Baca berita tanpa iklan. Gabung Kompas.com+

Peraturan Tumpang Tindih, Pengembang Jakarta Bakal Terus Merugi

Kompas.com - 24/09/2014, 08:48 WIB
Arimbi Ramadhiani

Penulis

JAKARTA, KOMPAS.com - Kewajiban pengembang untuk membangun fasilitas sosial dan fasilitas umum setelah membangun properti komersial di DKI Jakarta, diatur dalam 2 peraturan. Peraturan tersebut adalah SK Gubernur dan UU Nomor 20 Tahun 2011.

Hal ini membuat para pengembang yang tergabung dalam asosiasi Real Estat Indonesia (REI) mempertanyakan peraturan yang berlaku dan wajib ditaati. Aturan tumpang tindih berpotensi membuat pengembang merugi.

"Jadi ada kewajiban hunian berimbang, sementara ada juga kewajiban yang diberlakukan sejak zaman dulu. Kalau dijumlahkan, berarti 40 persen kali luas, gak ada bisnis yang bisa menyerap itu," ujar Ketua DPD REI DKI 2014, Amran Nukman, saat jumpa pers di Sekretariat REI DKI Jakarta, Rasuna Office Park, Kuningan, Jakarta Selatan, Selasa (23/9/2014).

Amran menuturkan, sejak SK Gubernur Nomor 540 Tahun 1990 dikeluarkan, pengembang telah banyak melakukan pembangunan. Karena membangun kawasan komersial di DKI, para pengembang harus mengikuti aturan Pemprov. Pemprov pun selalu menagih kewajiban dari peraturan ini. Kemudian, keluar SK Gubernur Nomor 1934 tahun 2002 yang mengatur mengenai nilai kompensasinya.

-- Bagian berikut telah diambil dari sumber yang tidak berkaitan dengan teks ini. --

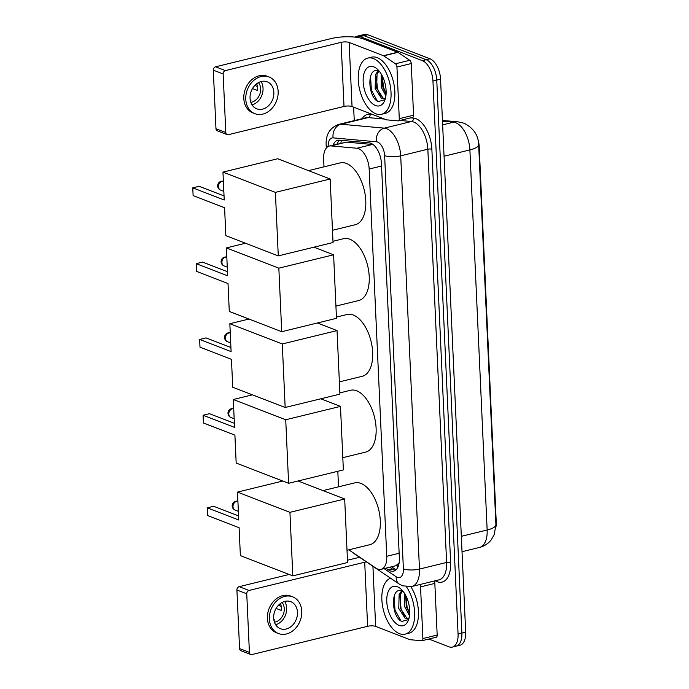 <?xml version="1.0" encoding="UTF-8"?>
<svg xmlns="http://www.w3.org/2000/svg" width="689" height="689" viewBox="0 0 689 689"><rect width="100%" height="100%" fill="white"/><g stroke="black" fill="none" stroke-linecap="round" stroke-linejoin="round"><path stroke-width="1.03" d="M348.832 549.831A17.354 9.224 -103.7 0 0 349.383 550.227L375.953 568.149A17.354 9.224 -103.7 0 0 377.675 569.062A17.354 9.224 -103.7 0 0 381.034 569.347A17.354 9.224 -103.7 0 0 386.753 556.281L369.166 169.029A17.354 9.224 -103.7 0 0 356.885 148.247L331.021 145.913A17.354 9.224 -103.7 0 0 329.351 146.034A17.354 9.224 -103.7 0 0 323.641 159.099L323.994 166.85M381.034 569.347L395.831 565.738L398.897 563.102A5.788 3.075 -103.7 0 0 399.112 563.008M399.164 562.663A17.354 9.224 76.3 0 1 398.897 563.102M477.313 137.507A15.623 8.302 76.3 0 1 479.182 146.369L496.235 522.047A15.623 8.302 76.3 0 1 495.899 527.145M356.885 148.247L372.361 144.475L346.498 142.132L329.351 146.034M337.817 471.276L338.523 486.83M354.964 37.128A17.354 9.224 76.3 0 1 356.73 36.31A17.354 9.224 76.3 0 1 360.097 36.595L422.366 60.649L426.172 59.719A17.354 9.224 76.3 0 1 436.757 80.096L461.871 633.105A17.354 9.224 76.3 0 1 456.152 646.17A17.354 9.224 76.3 0 0 461.871 633.105L436.757 80.096A17.354 9.224 76.3 0 0 426.172 59.719L363.904 35.664L426.172 59.719L429.979 58.789A17.354 9.224 76.3 0 1 440.564 79.166L465.678 632.175A17.354 9.224 76.3 0 1 459.968 645.24L452.346 647.1A17.354 9.224 76.3 0 1 448.978 646.807L428.859 639.039M356.73 36.31L360.536 35.38A17.354 9.224 76.3 0 1 363.904 35.664A17.354 9.224 76.3 0 0 360.536 35.38L364.343 34.45A17.354 9.224 76.3 0 1 367.711 34.734L429.979 58.789M385.909 568.158L388.562 569.949A17.354 9.224 -103.7 0 0 390.275 570.862A17.354 9.224 -103.7 0 0 393.643 571.147A17.354 9.224 -103.7 0 0 399.362 558.081L381.448 163.637A17.354 9.224 -103.7 0 0 369.166 142.856L339.419 140.168A17.354 9.224 -103.7 0 0 337.748 140.289A17.354 9.224 -103.7 0 0 333.149 145.112M395.452 570.294A17.354 9.224 76.3 0 1 394.091 569.932A17.354 9.224 76.3 0 1 392.368 569.019L389.716 567.228M422.366 60.649A17.354 9.224 76.3 0 1 432.95 81.026L458.064 634.035A17.354 9.224 76.3 0 1 452.346 647.1M354.249 120.601L353.638 107.157M336.955 144.182A17.354 9.224 76.3 0 1 339.763 140.203M406.45 586.804A28.929 15.373 76.3 0 1 414.666 615.708A28.929 15.373 76.3 0 1 405.106 634.156A28.929 15.373 76.3 0 1 399.499 633.673A28.929 15.373 76.3 0 1 382.455 605.476A28.929 15.373 76.3 0 1 390.568 578.192M410.816 586.709A28.929 15.373 76.3 0 1 418.456 615.294A28.929 15.373 76.3 0 1 408.921 633.225L405.106 634.156M403.16 591.438A14.46 7.682 76.3 0 0 402.385 591.076A14.46 7.682 76.3 0 0 402.273 591.033C390.034 585.65 391.223 617.482 401.825 621.383L408.25 619.695M399.129 625.388A20.248 10.757 76.3 0 1 386.779 601.618A20.248 10.757 76.3 0 1 397.372 586.718A20.248 10.757 76.3 0 1 401.067 589.129A20.248 10.757 76.3 0 1 408.543 619.773A20.248 10.757 76.3 0 1 399.129 625.388M402.488 591.119L400.653 594.013L400.266 608.068L406.674 617.964L408.362 618.369M401.696 590.835L399.138 594.383L398.759 608.439L405.158 618.326L407.63 618.653L409.12 617.826M405.787 595.606L406.321 606.587L409.688 613.856M404.822 593.875L404.805 606.957L409.507 615.69M405.881 595.787L407.096 607.087L409.714 613.503M399.93 596.218L401.05 608.568L404.443 616.276M394.117 596.08L395.004 610.041L400.903 620.841M434.148 581.051A2.894 1.533 76.3 0 1 434.837 583.402L420.548 586.89L422.891 638.548L437.179 635.06A2.894 1.533 76.3 0 1 436.223 637.239L421.944 640.727A2.894 1.533 -103.7 0 0 422.891 638.548M434.837 583.402L437.179 635.06M359.804 557.453A23.142 6.804 -2.6 0 0 354.869 558.417L347.463 560.226M250.744 654.49L240.909 650.692A2.894 2.3 -68.9 0 1 239.574 648.573L249.409 652.371A2.894 2.3 111.1 0 0 250.744 654.49A2.894 2.3 111.1 0 0 251.916 654.55L367.616 626.301A5.788 1.697 177.4 0 1 375.651 626.404L409.921 639.642A2.894 1.533 -103.7 0 0 410.205 639.711L421.659 640.744A2.894 1.533 -103.7 0 0 421.944 640.727M236.913 590.008A2.894 2.3 -68.9 0 1 239.169 586.666L249.005 590.464A2.894 2.3 111.1 0 0 246.748 593.806L236.913 590.008L239.574 648.573M289.139 574.462L239.169 586.666M246.748 593.806L249.409 652.371M249.005 590.464L364.705 562.215A5.788 1.697 177.4 0 1 366.419 561.905M420.548 586.89A2.894 1.533 -103.7 0 0 419.859 584.539M273.662 618.085A14.46 11.489 111.1 0 0 280.354 628.669A14.46 11.489 111.1 0 0 297.467 612.271A14.46 11.489 111.1 0 0 290.775 601.686A14.46 11.489 111.1 0 0 273.662 618.085M275.652 624.734A14.46 11.489 111.1 0 0 286.65 608.094A14.46 11.489 111.1 0 0 284.66 601.437M273.809 619.644L274.661 619.979A11.575 9.19 -68.9 0 1 273.929 620.341M276.1 608.421L281.146 610.368A11.575 9.19 -68.9 0 0 281.319 607.534A11.575 9.19 -68.9 0 0 280.897 604.847L279.476 604.296M274.437 622.201A11.575 9.19 111.1 0 0 284.273 608.671A11.575 9.19 111.1 0 0 282.051 602.487M292.653 596.829L290.689 596.063A19.671 15.632 111.1 0 0 267.41 618.369A19.671 15.632 111.1 0 0 276.513 632.769L278.477 633.527A19.671 15.632 111.1 0 0 301.756 611.221A19.671 15.632 111.1 0 0 292.653 596.829A19.671 15.632 111.1 0 0 269.373 619.127A19.671 15.632 111.1 0 0 278.477 633.527M281.224 606.423L278.408 605.33M373.386 58.565A28.929 15.373 76.3 0 1 390.551 87.555A28.929 15.373 76.3 0 1 381.499 114.296A28.929 15.373 76.3 0 1 375.893 113.814A28.929 15.373 76.3 0 1 358.728 84.825A28.929 15.373 76.3 0 1 367.78 58.091A28.929 15.373 76.3 0 1 373.386 58.565M367.78 58.091L371.586 57.161A28.929 15.373 76.3 0 1 377.193 57.635A28.929 15.373 76.3 0 1 394.358 86.625A28.929 15.373 76.3 0 1 385.315 113.366L381.499 114.296M379.553 71.578A14.46 7.682 76.3 0 0 378.778 71.217A14.46 7.682 76.3 0 0 378.666 71.174C366.427 65.791 367.625 97.623 378.218 101.524L384.643 99.836M375.522 105.529A20.248 10.757 76.3 0 1 363.172 81.758A20.248 10.757 76.3 0 1 373.765 66.859A20.248 10.757 76.3 0 1 377.46 69.27A20.248 10.757 76.3 0 1 384.936 99.914A20.248 10.757 76.3 0 1 375.522 105.529M378.881 71.26L377.047 74.145L376.659 88.209L383.067 98.096L384.755 98.51M378.089 70.976L375.531 74.515L375.152 88.571L381.551 98.467L384.023 98.785L385.513 97.967M382.18 75.747L382.714 86.728L386.081 93.997M381.215 74.016L381.198 87.098L385.9 95.831M382.274 75.928L383.489 87.227L386.107 93.644M376.323 76.35L377.443 88.709L380.836 96.408M370.51 76.221L371.397 90.181L377.296 100.982M323.02 490.611L354.74 482.868A31.823 16.906 76.3 0 1 360.907 483.402A31.823 16.906 76.3 0 1 379.785 515.286A31.823 16.906 76.3 0 1 369.829 544.698L347.015 550.27M238.756 519.997L207.294 507.836L207.647 515.57L239.109 527.731L240.375 555.627L292.816 575.883L289.931 512.349L237.49 492.092L238.756 519.997M238.566 515.897L213.676 506.286L207.294 507.836M237.49 492.092L282.774 481.034M289.931 512.349L344.681 498.982L298.079 480.982M344.681 498.982L347.566 562.517L292.816 575.883M339.866 392.885L350.529 390.284A31.823 16.906 76.3 0 1 356.704 390.809A31.823 16.906 76.3 0 1 375.583 422.693A31.823 16.906 76.3 0 1 365.626 452.105L342.812 457.677M234.553 427.404L203.091 415.252L203.436 422.986L234.906 435.138L236.172 463.034L288.605 483.29L285.72 419.756L233.287 399.499L234.553 427.404M234.363 423.304L209.465 413.693L203.091 415.252M233.287 399.499L252.398 394.84M285.72 419.756L340.478 406.389L320.807 398.793M340.478 406.389L343.363 469.924L288.605 483.29M336.421 317.086L347.092 314.485A31.823 16.906 76.3 0 1 353.259 315.011A31.823 16.906 76.3 0 1 372.138 346.894A31.823 16.906 76.3 0 1 362.181 376.315L339.367 381.878M231.108 351.605L199.646 339.453L199.999 347.187L231.461 359.339L232.727 387.235L285.168 407.492L282.283 343.966L229.842 323.709L231.108 351.605M230.927 347.514L206.028 337.894L199.646 339.453M229.842 323.709L248.953 319.041M282.283 343.966L337.042 330.591L317.371 322.995M337.042 330.591L339.918 394.125L285.168 407.492M332.985 241.288L343.647 238.687A31.823 16.906 76.3 0 1 349.814 239.212A31.823 16.906 76.3 0 1 368.693 271.096A31.823 16.906 76.3 0 1 358.745 300.516L335.922 306.088M227.671 275.807L196.201 263.654L196.554 271.388L228.016 283.541L229.282 311.445L281.723 331.702L278.838 268.167L226.397 247.911L227.671 275.807M227.482 271.716L202.583 262.096L196.201 263.654M226.397 247.911L245.517 243.243M278.838 268.167L333.597 254.792L313.926 247.196M333.597 254.792L336.482 318.327L281.723 331.702M308.491 170.631L340.202 162.888A31.823 16.906 76.3 0 1 346.378 163.422A31.823 16.906 76.3 0 1 365.256 195.306A31.823 16.906 76.3 0 1 355.3 224.717L332.486 230.29M224.226 200.008L192.765 187.856L193.118 195.59L224.58 207.742L225.846 235.647L278.278 255.903L275.393 192.369L222.96 172.112L224.226 200.008M224.037 195.917L199.147 186.297L192.765 187.856M222.96 172.112L277.719 158.746L330.152 179.002L333.037 242.528L278.278 255.903M275.393 192.369L330.152 179.002M396.942 67.031A2.894 1.533 -103.7 0 0 395.46 63.784L383.695 55.843A2.894 1.533 -103.7 0 0 383.403 55.697L397.691 52.209A2.894 1.533 76.3 0 1 397.975 52.355L409.748 60.296A2.894 1.533 76.3 0 1 411.23 63.543L396.942 67.031L399.284 118.689L413.572 115.201A2.894 1.533 76.3 0 1 412.616 117.371L398.337 120.859A2.894 1.533 -103.7 0 0 399.284 118.689M411.23 63.543L413.572 115.201M397.691 52.209L363.422 38.972A23.142 6.804 -2.6 0 0 331.263 38.558L215.562 66.807L225.398 70.605L341.098 42.356A5.788 1.697 177.4 0 1 349.134 42.46L383.403 55.697M227.137 134.622L217.302 130.824A2.894 2.3 -68.9 0 1 215.967 128.705L225.803 132.503A2.894 2.3 111.1 0 0 227.137 134.622A2.894 2.3 111.1 0 0 228.309 134.691L344.009 106.442A5.788 1.697 177.4 0 1 352.045 106.545L386.314 119.783A2.894 1.533 -103.7 0 0 386.598 119.852L398.053 120.885A2.894 1.533 -103.7 0 0 398.337 120.859M225.398 70.605A2.894 2.3 111.1 0 0 223.141 73.947L213.306 70.149L215.967 128.705M213.306 70.149A2.894 2.3 -68.9 0 1 215.562 66.807M223.141 73.947L225.803 132.503M250.055 98.217A14.46 11.489 111.1 0 0 256.747 108.81A14.46 11.489 111.1 0 0 273.86 92.404A14.46 11.489 111.1 0 0 267.168 81.819A14.46 11.489 111.1 0 0 250.055 98.217M252.045 104.874A14.46 11.489 111.1 0 0 263.043 88.226A14.46 11.489 111.1 0 0 261.053 81.578M250.202 99.784L251.054 100.112A11.575 9.19 -68.9 0 1 250.322 100.482M252.493 88.562L257.54 90.509A11.575 9.19 -68.9 0 0 257.712 87.675A11.575 9.19 -68.9 0 0 257.29 84.98L255.869 84.437M250.83 102.342A11.575 9.19 111.1 0 0 260.666 88.812A11.575 9.19 111.1 0 0 258.444 82.628M269.046 76.961L267.082 76.203A19.671 15.632 111.1 0 0 243.803 98.51A19.671 15.632 111.1 0 0 252.906 112.901L254.87 113.668A19.671 15.632 111.1 0 0 278.149 91.361A19.671 15.632 111.1 0 0 269.046 76.961A19.671 15.632 111.1 0 0 245.766 99.268A19.671 15.632 111.1 0 0 254.87 113.668M257.617 86.556L254.801 85.47M479.182 146.369L478.734 146.481M496.235 522.047L495.796 522.15M397.088 565.118A17.354 12.695 124 0 0 397.57 567.796M341.443 140.349A17.354 14.469 95.2 0 0 340.866 143.226M399.138 553.258L386.753 556.281M346.498 142.132L331.021 145.913M381.551 166.006L369.166 169.029M442.441 120.437L458.194 121.858L463.955 123.202C473.429 127.982 478.33 135.104 478.648 144.569A20.248 5.951 177.4 0 1 469.889 149.918A23.142 12.299 -103.7 0 0 455.774 122.754A23.142 12.299 -103.7 0 0 453.517 122.211L442.476 121.212M458.194 121.858A20.248 16.881 95.2 0 0 453.517 122.211L442.639 124.864M461.329 536.318L487.149 530.013A20.248 5.951 -2.6 0 0 495.908 524.656L494.254 534.586L491.188 539.883C488.165 543.699 484.281 546.205 479.527 547.428A23.142 12.299 -103.7 0 0 487.149 530.013L469.889 149.918L444.069 156.222M440.564 79.166L432.95 81.026M465.678 632.175L458.064 634.035M367.711 34.734L360.097 36.595M384.074 568.606L396.192 576.779A11.575 6.149 -103.7 0 0 397.338 577.391A11.575 6.149 -103.7 0 0 403.392 568.873L384.626 155.636A11.575 6.149 -103.7 0 0 377.572 142.055A11.575 6.149 -103.7 0 0 376.435 141.779L333.114 137.869A11.575 6.149 -103.7 0 0 328.188 146.481M333.114 137.869A11.575 9.646 95.2 0 1 341.003 124.218L368.141 117.595A23.142 12.299 -103.7 0 0 365.919 117.759L338.781 124.382A23.142 12.299 76.3 0 1 341.003 124.218L384.324 128.137A23.142 12.299 76.3 0 1 386.589 128.679A23.142 12.299 76.3 0 1 400.705 155.843L419.472 569.08A23.142 12.299 76.3 0 1 411.85 586.494L438.988 579.871A23.142 12.299 -103.7 0 0 446.61 562.448L427.843 149.212A23.142 12.299 -103.7 0 0 413.727 122.048A23.142 12.299 -103.7 0 0 411.471 121.505L399.956 120.472M410.687 117.845L413.443 118.095A26.036 13.832 76.3 0 1 431.865 149.263L450.623 562.5A2.894 0.853 -2.6 0 0 446.61 562.448L419.472 569.08A11.575 3.402 177.4 0 1 403.392 568.873M413.443 118.095A2.894 2.411 -84.8 0 1 411.471 121.505L384.324 128.137A11.575 9.646 95.2 0 0 376.435 141.779M450.623 562.5A26.036 13.832 76.3 0 1 437.007 581.662A26.036 13.832 76.3 0 1 435.207 580.793M362.138 118.68A26.036 13.832 76.3 0 1 370.114 114.185L372.353 114.383M384.626 155.636A11.575 3.402 177.4 0 0 400.705 155.843L427.843 149.212A2.894 0.853 -2.6 0 1 431.865 149.263M384.479 119.068L368.141 117.595A2.894 2.411 -84.8 0 0 370.114 114.185M328.007 146.585A11.575 3.402 177.4 0 1 326.155 144.854L326.302 148.075M353.655 553.112A11.575 8.466 124 0 0 354.732 554.034L399.241 584.048A11.575 8.466 124 0 1 396.192 576.779M392.368 569.019L388.562 569.949M364.705 562.215L367.616 626.301M372.921 566.298L375.651 626.404M233.003 506.708A4.625 3.678 111.1 0 0 235.147 510.101A4.625 4.625 0 0 1 232.193 505.993A4.625 4.625 0 0 1 237.903 501.282A4.625 3.678 111.1 0 0 236.611 501.359A4.625 3.678 111.1 0 0 233.003 506.708M228.8 414.123A4.625 3.678 111.1 0 0 230.944 417.508A4.625 4.625 0 0 1 227.981 413.4A4.625 4.625 0 0 1 233.7 408.689A4.625 3.678 111.1 0 0 232.408 408.766A4.625 3.678 111.1 0 0 228.8 414.123M225.355 338.325A4.625 3.678 111.1 0 0 227.499 341.71A4.625 4.625 0 0 1 224.545 337.601A4.625 4.625 0 0 1 230.264 332.899A4.625 3.678 111.1 0 0 228.963 332.976A4.625 3.678 111.1 0 0 225.355 338.325M226.819 257.118A4.625 3.678 111.1 0 0 225.527 257.178A4.625 3.678 111.1 0 0 221.918 262.526A4.625 3.678 111.1 0 0 224.054 265.911A4.625 4.625 0 0 1 221.1 261.803A4.625 4.625 0 0 1 226.819 257.1M223.374 181.328A4.625 3.678 111.1 0 0 222.082 181.379A4.625 3.678 111.1 0 0 218.473 186.728A4.625 3.678 111.1 0 0 220.618 190.121A4.625 4.625 0 0 1 217.655 186.013A4.625 4.625 0 0 1 223.374 181.302M341.098 42.356L344.009 106.442M349.134 42.46L352.045 106.545M397.975 52.355L383.695 55.843M395.46 63.784L409.748 60.296M391.49 566.797L396.011 569.837M478.648 144.569L495.908 524.656M479.527 547.428L462.026 551.7M399.241 584.048L402.686 585.857L411.85 586.494M338.781 124.382C329.91 127.689 325.699 134.519 326.155 144.854M352.777 552.518L354.732 554.034M238.36 511.341L235.147 510.101M234.157 418.748L230.944 417.508M230.72 342.95L227.499 341.71M227.275 267.16L224.054 265.911M223.83 191.361L220.618 190.121"/></g></svg>

Lalu, pada 2011, muncul UU Nomor 20 yang mengatur tentang rusun.

"Nah UU kan kedudukannya lebih tinggi daripada SK Gubernur. Berdasarkan hirarki perundang-undangan, kami harus patuh sama UU kan," kata Amran.

Ia mengeluh, akibat peraturan yang tumpang tindih ini, pengembang menjadi kebingungan dalam melaksanakan kewajibannya di Jakarta. Di daerah lain, pengembang hanya perlu mematuhi UU. Jika pengembang harus mengikuti semua peraturan tersebut, maka pengembang akan merugi.

"Pilihlah yang mana. Jangan dua-duanya. Berat buat kami. Kalau kami tidak ikuti UU, pidana nanti. Tolong yang jelaslah. Kita ini kan orang bisnis ya, asal jelas kami ikuti," pinta Amran.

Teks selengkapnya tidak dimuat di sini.